Purpose: Vascular endothelial growth factor (VEGF) antagonists (Ranibizumab, Aflibercept and Bevacizumab) are currently the therapy of choice for neovascular age-related macular degeneration (AMD). It has been proposed that Bevacizumab accumulates in RPE cells in contrast to Ranibizumab, while there is up to date no published data regarding Aflibercept. In the presented study we compare the effects of all three VEGF antagonists regarding their respective uptake in human RPE cells over time.

Methods: Human RPE cells (ARPE-19) were cultured for 4 weeks on laminin-coated transwell inserts using reduced-serum medium until they formed a confluent monolayer and reached a transepithelial resistance of 35 Ω/cm2. Then they were treated with clinical doses of Cy5-labeled Ranibizumab, Aflibercept or Bevacizumab for 1h after which the drug-free reduced-serum medium was applied once again. After 0h, 12h, 24h and 72h the cells were fixed, stained with the early endosome marker Rab5 (Alexa488) and nuclei counterstained with 4',6-diamidino-2-phenylindole (DAPI). Uptake of the respective drug was assessed with conventional fluorescence, confocal fluorescence and two-photon microscopy by measuring co-localized spots of Cy5 and Alexa488.

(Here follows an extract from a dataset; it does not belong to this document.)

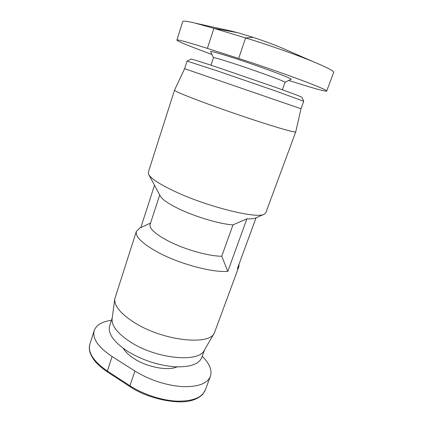 <?xml version="1.0" encoding="UTF-8"?>
<svg xmlns="http://www.w3.org/2000/svg" width="423" height="423" viewBox="0 0 423 423"><rect width="100%" height="100%" fill="white"/><g stroke="black" fill="none" stroke-linecap="round" stroke-linejoin="round"><path stroke-width="0.63" d="M210.998 65.216L213.488 57.655C214.006 57.359 220.547 59.252 233.11 63.328C256.275 70.858 286.725 82.03 285.039 82.289L282.342 89.782M285.033 82.3L290.998 79.328C294.593 79.36 259.622 66.263 232.629 57.623C217.824 52.901 210.485 50.913 210.612 51.648L213.483 57.665M190.969 59.098L191 59.083C192.058 59.072 201.85 62.16 220.383 68.336L275.468 87.328C292.256 93.314 301.054 96.624 301.879 97.258L301.89 97.29M184.629 68.674L187.072 61.102L217.782 71.048L275.981 91.109L303.725 101.266L300.991 108.743L295.74 131.876C295.032 132.563 285.329 129.977 266.638 124.113C248.433 118.345 224.063 109.991 205.419 103.117C184.941 95.503 174.641 91.178 174.525 90.136L184.629 68.679L300.991 108.743M174.525 90.136L148.341 172.224L148.632 174.324C150.905 178.643 160 184.513 175.92 191.931C208.904 207.302 257.75 219.088 264.312 214.154L265.84 212.679L295.74 131.876M177.015 366.905C168.053 371.013 147.49 367.259 134.424 358.857C129.115 355.484 125.43 352.015 123.379 348.441M148.838 174.704L160.301 196.039C162.178 199.529 168.64 203.923 179.685 209.221C196.383 217.163 220.51 224.201 232.988 224.893L246.905 218.839C251.114 219.045 254.07 218.739 255.772 217.914L263.92 214.329M159.72 194.95L150.096 224.454C149.16 228.647 155.431 234.273 168.904 241.327C185.226 249.655 209.136 256.317 221.747 256.211L232.988 224.893M204.61 349.705L201.75 357.535C198.847 364.325 189.684 367.402 174.271 366.767C158.012 365.287 142.641 360.248 128.164 351.661C113.776 342.149 107.611 333.536 109.663 325.826L112.227 317.895M214.334 333.086L204.235 350.344C199.17 362.76 157.314 359.153 131.23 342.503C117.79 333.858 111.423 325.895 112.127 318.625L114.797 298.812C114.094 306.088 121.073 314.284 135.725 323.394C164.246 340.975 209.496 345.575 214.334 333.086L238.863 266.649L239.027 264.211M256.063 217.787L237.403 268.631L238.863 266.649M139.902 228.008L136.37 231.355C135.064 236.822 142.673 244.034 159.212 252.98C180.547 264.227 212.621 272.676 227.807 271.381L246.905 218.839M229.15 30.615L237.927 32.745L252.896 37.287C254.503 37.8 268.325 42.337 280.391 47.313L287.571 50.464M211.955 54.467C191.831 47.154 176.565 40.978 176.904 40.058L182.715 21.557C183.006 20.679 187.14 21.203 195.109 23.117L213.906 28.357L245.615 37.943C267.347 44.489 295.328 54.34 312.983 61.61C327.148 67.49 334.054 71.09 333.694 72.407L326.699 91.014C326.376 92.008 309.863 87.286 288.787 80.428M176.904 40.058C177.533 39.355 187.69 42.136 207.37 48.396L238.667 58.448C257.702 64.56 281.813 72.893 299.463 79.45C317.53 86.218 326.609 90.078 326.699 91.014M205.382 389.826L205.292 390.08C202.025 397.715 192.518 401.401 176.772 401.141C161.607 400.438 143.143 394.352 129.919 385.755L134.921 371.05C149.779 380.06 165.499 385.253 182.08 386.622C197.821 387.103 207.254 383.698 210.379 376.401L205.292 390.075L202.998 393.961C202.326 395.119 197.218 399.138 191.714 400.412C178.961 404.647 148.944 399.449 129.961 386.643L129.919 385.755L107.601 371.204L107.669 372.092L129.692 386.469L129.65 385.58M111.434 320.338C102.043 321.586 96.301 324.98 94.213 330.516C92.114 338.395 98.078 347.072 112.1 356.547L107.347 371.034C93.504 361.406 87.683 352.454 89.872 344.185C89.121 346.278 89.126 348.906 89.898 352.068C89.999 353.083 92.69 359.005 96.365 362.765C99.357 365.937 103.043 368.988 107.41 371.923L107.347 371.034L107.601 371.204M202.21 356.272C209.549 363.542 212.277 370.247 210.379 376.401M112.1 356.547L134.921 371.05M227.807 271.381L221.747 256.211M154.506 185.248L140.833 227.574M136.37 231.355L114.797 298.812M281.871 47.963L286.112 49.824M207.37 48.396L213.906 28.357L237.927 32.745M252.896 37.287L245.615 37.943L238.667 58.448M301.879 97.258L303.725 101.266M195.109 23.117L232.602 31.365M312.983 61.61L280.391 47.313M191 59.083L187.072 61.102M129.692 386.469L129.961 386.643M94.213 330.516L89.872 344.185M150.551 223.048L139.437 228.224"/></g></svg>

Results: At clinical significant doses, Ranibizumab (0.125 mg/ml), Aflibercept (0.5 mg/ml) and Bevacizumab (0.25 mg/ml), were all detectable in the RPE cells. Initially Aflibercept showed the fastest uptake with no significant decrease within 72h. Interestingly Ranibizumab had the second fastest uptake, but declined significantly during the observation period. Bevacizumab had the slowest uptake of all three drugs, but like Aflibercept had no significant reduction over 3 days.

Conclusions: On the one hand Aflibercept and Bevacizumab in the administered clinical doses endure in RPE cells considerably longer than Ranibizumab, which might lead to accumulation-related (side)effects on RPE cell function and the clinical course of AMD. On the other hand Ranibizumab seems to be eliminated noticeably faster than the other two VEGF antagonists, which probably has an influence on the efficacy of the drug and the duration of the retreatment interval.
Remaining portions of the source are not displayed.